■ **Your objective**:
Nothing in the entries may be altered; copy them in full.

■ **Extracted entries**:
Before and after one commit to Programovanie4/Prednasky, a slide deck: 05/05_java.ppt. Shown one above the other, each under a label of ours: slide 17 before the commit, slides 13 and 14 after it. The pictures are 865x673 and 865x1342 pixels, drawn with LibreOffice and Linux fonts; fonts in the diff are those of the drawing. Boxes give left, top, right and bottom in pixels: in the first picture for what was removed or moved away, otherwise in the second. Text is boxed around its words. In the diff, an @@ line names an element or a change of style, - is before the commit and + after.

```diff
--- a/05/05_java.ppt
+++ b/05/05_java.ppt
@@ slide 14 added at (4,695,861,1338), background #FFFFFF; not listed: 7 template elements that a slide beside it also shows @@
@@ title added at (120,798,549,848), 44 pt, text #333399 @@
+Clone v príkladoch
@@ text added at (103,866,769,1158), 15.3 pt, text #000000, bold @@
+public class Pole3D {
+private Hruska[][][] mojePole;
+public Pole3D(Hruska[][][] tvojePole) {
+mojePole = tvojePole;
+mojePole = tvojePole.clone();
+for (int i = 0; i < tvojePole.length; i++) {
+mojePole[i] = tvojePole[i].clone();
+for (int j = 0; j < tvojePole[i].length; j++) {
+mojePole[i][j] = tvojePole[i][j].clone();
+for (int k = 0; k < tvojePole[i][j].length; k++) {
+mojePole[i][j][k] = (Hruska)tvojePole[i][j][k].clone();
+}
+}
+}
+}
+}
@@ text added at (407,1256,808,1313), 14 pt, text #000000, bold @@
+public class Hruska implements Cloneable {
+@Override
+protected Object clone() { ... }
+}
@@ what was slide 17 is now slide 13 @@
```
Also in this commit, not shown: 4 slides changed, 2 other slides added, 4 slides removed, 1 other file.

■ **Solution to this exercise**:
Before and after one commit to Programovanie4/Prednasky, a slide deck: 05/05_java.ppt. Shown one above the other, each under a label of ours: slide 17 before the commit, slides 13 and 14 after it. The pictures are 865x673 and 865x1342 pixels, drawn with LibreOffice and Linux fonts; fonts in the diff are those of the drawing. Boxes give left, top, right and bottom in pixels: in the first picture for what was removed or moved away, otherwise in the second. Text is boxed around its words. In the diff, an @@ line names an element or a change of style, - is before the commit and + after.

```diff
--- a/05/05_java.ppt
+++ b/05/05_java.ppt
@@ slide 14 added at (4,695,861,1338), background #FFFFFF; not listed: 7 template elements that a slide beside it also shows @@
@@ title added at (120,798,549,848), 44 pt, text #333399 @@
+Clone v príkladoch
@@ text added at (103,866,769,1158), 15.3 pt, text #000000, bold @@
+public class Pole3D {
+private Hruska[][][] mojePole;
+public Pole3D(Hruska[][][] tvojePole) {
+mojePole = tvojePole;
+mojePole = tvojePole.clone();
+for (int i = 0; i < tvojePole.length; i++) {
+mojePole[i] = tvojePole[i].clone();
+for (int j = 0; j < tvojePole[i].length; j++) {
+mojePole[i][j] = tvojePole[i][j].clone();
+for (int k = 0; k < tvojePole[i][j].length; k++) {
+mojePole[i][j][k] = (Hruska)tvojePole[i][j][k].clone();
+}
+}
+}
+}
+}
@@ text added at (407,1256,808,1313), 14 pt, text #000000, bold @@
+public class Hruska implements Cloneable {
+@Override
+protected Object clone() { ... }
+}
@@ what was slide 17 is now slide 13 @@
```
Also in this commit, not shown: 4 slides changed, 2 other slides added, 4 slides removed, 1 other file.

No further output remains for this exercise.